Examining these lessons learned from IFA programs can inform the introduction of antenatal calcium supplementation, but further research is needed to explore how attitudes and perceptions related to ANC, IFA, anemia, and preeclampsia influence actual practice. These formative findings guided the design of counseling messages and subsequent household trials research to document women's views after experience with integrated calcium and IFA supplementation. Continued exploration of the influences on implementation and adherence in multiple contexts will facilitate translation of evidence‐based global guidelines on calcium supplementation into effective programs.
5. CONCLUSION
Antenatal IFA supplementation experiences can inform the integration of calcium into ANC. Integration depends on addressing key steps in the program impact pathway including ANC provision and utilization, supplement and information receipt, and adherence barriers and facilitators. Additional challenges for calcium supplementation include quantity of daily supplements, concerns about co‐consumption, and low awareness of preeclampsia. The positive responses to proposed calcium supplementation across respondent groups were encouraging. Women's strong desire for more information on health risks in pregnancy and benefits of antenatal supplements should be addressed through training community‐based providers and volunteers. Communicating the preventive value of ANC, building family support in pregnancy, and strengthening access to IFA and calcium supplements and facility‐ and home‐based support to use them are all critical to address current challenges, expand coverage, and accelerate progress in reducing anemia and preeclampsia.
SOURCE OF FUNDING
Funding for this research was provided by Global Affairs Canada through a grant given to the Micronutrient Initiative (Ottawa Canada).
CONFLICTS OF INTEREST
None declared.
CONTRIBUTIONS
KLD conceptualized the research.
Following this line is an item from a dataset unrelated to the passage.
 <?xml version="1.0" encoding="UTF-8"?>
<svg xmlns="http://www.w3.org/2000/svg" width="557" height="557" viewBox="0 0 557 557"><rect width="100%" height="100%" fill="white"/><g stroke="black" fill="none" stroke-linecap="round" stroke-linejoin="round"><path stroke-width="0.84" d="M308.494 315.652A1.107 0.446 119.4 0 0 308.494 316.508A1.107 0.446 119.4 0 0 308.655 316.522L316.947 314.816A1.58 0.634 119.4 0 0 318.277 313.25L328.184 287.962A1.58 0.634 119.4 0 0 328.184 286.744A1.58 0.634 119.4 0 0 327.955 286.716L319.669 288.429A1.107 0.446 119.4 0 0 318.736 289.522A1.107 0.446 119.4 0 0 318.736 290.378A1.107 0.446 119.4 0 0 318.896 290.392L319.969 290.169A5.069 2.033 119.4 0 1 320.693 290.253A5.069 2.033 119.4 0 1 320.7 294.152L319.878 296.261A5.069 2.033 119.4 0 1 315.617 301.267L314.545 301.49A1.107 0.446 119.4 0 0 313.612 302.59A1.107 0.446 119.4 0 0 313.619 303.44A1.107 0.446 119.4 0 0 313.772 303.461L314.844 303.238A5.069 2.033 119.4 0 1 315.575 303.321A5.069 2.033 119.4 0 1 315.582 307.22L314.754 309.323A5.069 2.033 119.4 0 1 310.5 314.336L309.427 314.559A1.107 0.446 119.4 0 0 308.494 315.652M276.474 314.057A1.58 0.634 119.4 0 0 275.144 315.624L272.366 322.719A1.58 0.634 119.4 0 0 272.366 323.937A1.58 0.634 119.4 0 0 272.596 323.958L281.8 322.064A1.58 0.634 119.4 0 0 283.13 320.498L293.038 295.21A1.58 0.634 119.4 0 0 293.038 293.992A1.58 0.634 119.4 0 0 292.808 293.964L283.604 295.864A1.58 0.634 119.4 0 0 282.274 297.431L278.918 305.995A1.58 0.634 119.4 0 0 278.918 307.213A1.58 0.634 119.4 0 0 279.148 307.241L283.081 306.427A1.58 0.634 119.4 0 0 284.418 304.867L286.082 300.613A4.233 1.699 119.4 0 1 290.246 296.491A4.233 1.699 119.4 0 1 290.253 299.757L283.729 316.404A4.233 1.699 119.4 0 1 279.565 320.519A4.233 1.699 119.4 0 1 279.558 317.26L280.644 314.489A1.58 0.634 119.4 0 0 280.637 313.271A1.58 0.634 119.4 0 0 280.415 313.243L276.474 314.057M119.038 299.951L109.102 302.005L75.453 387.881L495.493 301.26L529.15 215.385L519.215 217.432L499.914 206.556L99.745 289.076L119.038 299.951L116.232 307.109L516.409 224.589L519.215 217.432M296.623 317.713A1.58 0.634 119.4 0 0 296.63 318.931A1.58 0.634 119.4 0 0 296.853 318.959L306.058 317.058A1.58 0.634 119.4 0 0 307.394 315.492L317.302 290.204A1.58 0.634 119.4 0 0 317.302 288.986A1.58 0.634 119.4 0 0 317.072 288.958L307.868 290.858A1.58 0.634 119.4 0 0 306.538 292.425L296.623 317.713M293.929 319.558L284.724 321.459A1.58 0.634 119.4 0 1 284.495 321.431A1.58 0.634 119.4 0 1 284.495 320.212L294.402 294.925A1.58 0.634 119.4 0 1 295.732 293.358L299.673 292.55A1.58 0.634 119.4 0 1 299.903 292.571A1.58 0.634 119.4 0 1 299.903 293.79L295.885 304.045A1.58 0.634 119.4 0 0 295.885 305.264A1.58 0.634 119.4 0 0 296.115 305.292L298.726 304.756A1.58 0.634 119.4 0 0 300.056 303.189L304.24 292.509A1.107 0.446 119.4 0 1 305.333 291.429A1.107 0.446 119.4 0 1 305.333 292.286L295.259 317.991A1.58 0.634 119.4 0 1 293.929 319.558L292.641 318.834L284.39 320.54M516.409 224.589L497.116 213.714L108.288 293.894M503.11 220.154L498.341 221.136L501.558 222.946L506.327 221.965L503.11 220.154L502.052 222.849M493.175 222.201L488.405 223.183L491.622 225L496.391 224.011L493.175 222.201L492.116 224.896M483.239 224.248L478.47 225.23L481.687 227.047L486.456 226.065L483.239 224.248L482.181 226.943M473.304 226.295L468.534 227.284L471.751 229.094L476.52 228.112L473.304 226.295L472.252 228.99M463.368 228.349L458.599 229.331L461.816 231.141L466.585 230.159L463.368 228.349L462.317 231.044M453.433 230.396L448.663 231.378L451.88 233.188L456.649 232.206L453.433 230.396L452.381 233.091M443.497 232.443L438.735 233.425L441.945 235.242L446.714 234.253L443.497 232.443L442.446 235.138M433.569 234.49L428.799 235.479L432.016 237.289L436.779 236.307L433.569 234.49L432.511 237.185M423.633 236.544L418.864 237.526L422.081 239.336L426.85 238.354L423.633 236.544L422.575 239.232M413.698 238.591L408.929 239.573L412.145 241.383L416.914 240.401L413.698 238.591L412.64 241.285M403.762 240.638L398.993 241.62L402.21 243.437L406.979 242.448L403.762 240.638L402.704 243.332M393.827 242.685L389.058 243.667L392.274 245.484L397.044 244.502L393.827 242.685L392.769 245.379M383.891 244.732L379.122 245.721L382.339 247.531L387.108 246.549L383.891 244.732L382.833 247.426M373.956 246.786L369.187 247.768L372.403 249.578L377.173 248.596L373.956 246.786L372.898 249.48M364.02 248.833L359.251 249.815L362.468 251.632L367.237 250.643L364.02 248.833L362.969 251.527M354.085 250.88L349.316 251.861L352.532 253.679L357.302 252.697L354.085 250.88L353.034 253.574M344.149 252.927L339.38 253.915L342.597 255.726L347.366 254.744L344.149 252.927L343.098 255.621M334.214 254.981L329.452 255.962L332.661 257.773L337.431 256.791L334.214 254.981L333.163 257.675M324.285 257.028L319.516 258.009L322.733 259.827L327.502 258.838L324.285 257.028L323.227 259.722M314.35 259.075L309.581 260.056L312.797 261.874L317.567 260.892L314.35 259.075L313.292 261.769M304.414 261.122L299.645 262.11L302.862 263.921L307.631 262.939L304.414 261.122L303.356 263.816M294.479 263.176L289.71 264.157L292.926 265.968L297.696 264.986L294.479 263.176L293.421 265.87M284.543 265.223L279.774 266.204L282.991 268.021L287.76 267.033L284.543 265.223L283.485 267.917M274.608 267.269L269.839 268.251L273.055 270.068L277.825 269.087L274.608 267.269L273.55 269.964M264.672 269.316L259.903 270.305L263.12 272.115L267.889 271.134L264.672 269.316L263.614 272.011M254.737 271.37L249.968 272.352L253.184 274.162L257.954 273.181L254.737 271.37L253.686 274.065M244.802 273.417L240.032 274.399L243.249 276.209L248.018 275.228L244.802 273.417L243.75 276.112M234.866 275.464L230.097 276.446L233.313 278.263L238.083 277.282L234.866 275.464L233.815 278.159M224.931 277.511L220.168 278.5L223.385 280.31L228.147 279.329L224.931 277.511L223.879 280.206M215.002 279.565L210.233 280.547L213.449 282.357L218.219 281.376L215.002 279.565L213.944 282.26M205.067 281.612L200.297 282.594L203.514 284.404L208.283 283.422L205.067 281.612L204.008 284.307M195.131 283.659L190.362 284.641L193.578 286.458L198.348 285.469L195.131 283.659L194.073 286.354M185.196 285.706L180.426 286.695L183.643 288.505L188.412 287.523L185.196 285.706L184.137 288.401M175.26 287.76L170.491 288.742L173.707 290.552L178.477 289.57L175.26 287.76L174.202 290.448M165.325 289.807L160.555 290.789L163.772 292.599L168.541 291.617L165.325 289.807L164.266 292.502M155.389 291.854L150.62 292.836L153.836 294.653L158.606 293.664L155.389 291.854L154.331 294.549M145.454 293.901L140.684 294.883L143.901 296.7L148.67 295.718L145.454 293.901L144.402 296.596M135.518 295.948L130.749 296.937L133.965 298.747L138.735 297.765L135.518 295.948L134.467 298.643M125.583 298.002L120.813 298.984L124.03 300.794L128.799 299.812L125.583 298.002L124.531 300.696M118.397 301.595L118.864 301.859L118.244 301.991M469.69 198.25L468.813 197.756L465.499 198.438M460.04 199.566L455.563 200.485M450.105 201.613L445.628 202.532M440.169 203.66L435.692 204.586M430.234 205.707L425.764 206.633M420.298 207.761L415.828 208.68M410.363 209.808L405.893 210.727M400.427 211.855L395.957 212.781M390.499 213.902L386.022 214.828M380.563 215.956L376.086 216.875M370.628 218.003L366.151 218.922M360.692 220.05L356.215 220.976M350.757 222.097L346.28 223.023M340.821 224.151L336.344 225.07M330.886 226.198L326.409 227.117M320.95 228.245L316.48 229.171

KLD, ZB, GMC, and SLM designed the study; GM and ZB coordinated data collection and ensured data integrity; ZB, GMC, and SEO analyzed the data, with all authors involved in data interpretation; ZB, GMC, and KLD drafted the manuscript. All coauthors critically revised the manuscript and approved the final version.
Supporting information
ACKNOWLEDGEMENTS
We acknowledge critical scientific input from Prof. Rebecca Stoltzfus and Dr. Lanre Omotayo of Cornell University. We thank the participants who contributed their time, trust, and viewpoints to the study and local administrators, health staff, and community members who supported and facilitated field work. We acknowledge the data collection team, including Yohannes Kebede, Mamusha Aman, and Garumma Tolu of Jimma University. Gretchen Seim (University of Wisconsin, Madison) provided technical field assistance during data collection and drafted a report of initial findings; Salma Mutwafy and Edgar Akuffo‐Addo of Cornell University supported data analysis and helped to summarize key themes. Teri Gilleland Scott participated in technical editing of the manuscript.
Birhanu Z, Chapleau GM, Ortolano SE, Mamo G, Martin SL, Dickin KL. Ethiopian women's perspectives on antenatal care and iron‐folic acid supplementation: Insights for translating global antenatal calcium guidelines into practice. Matern Child Nutr. 2018;14(S1):e12424 10.1111/mcn.12424.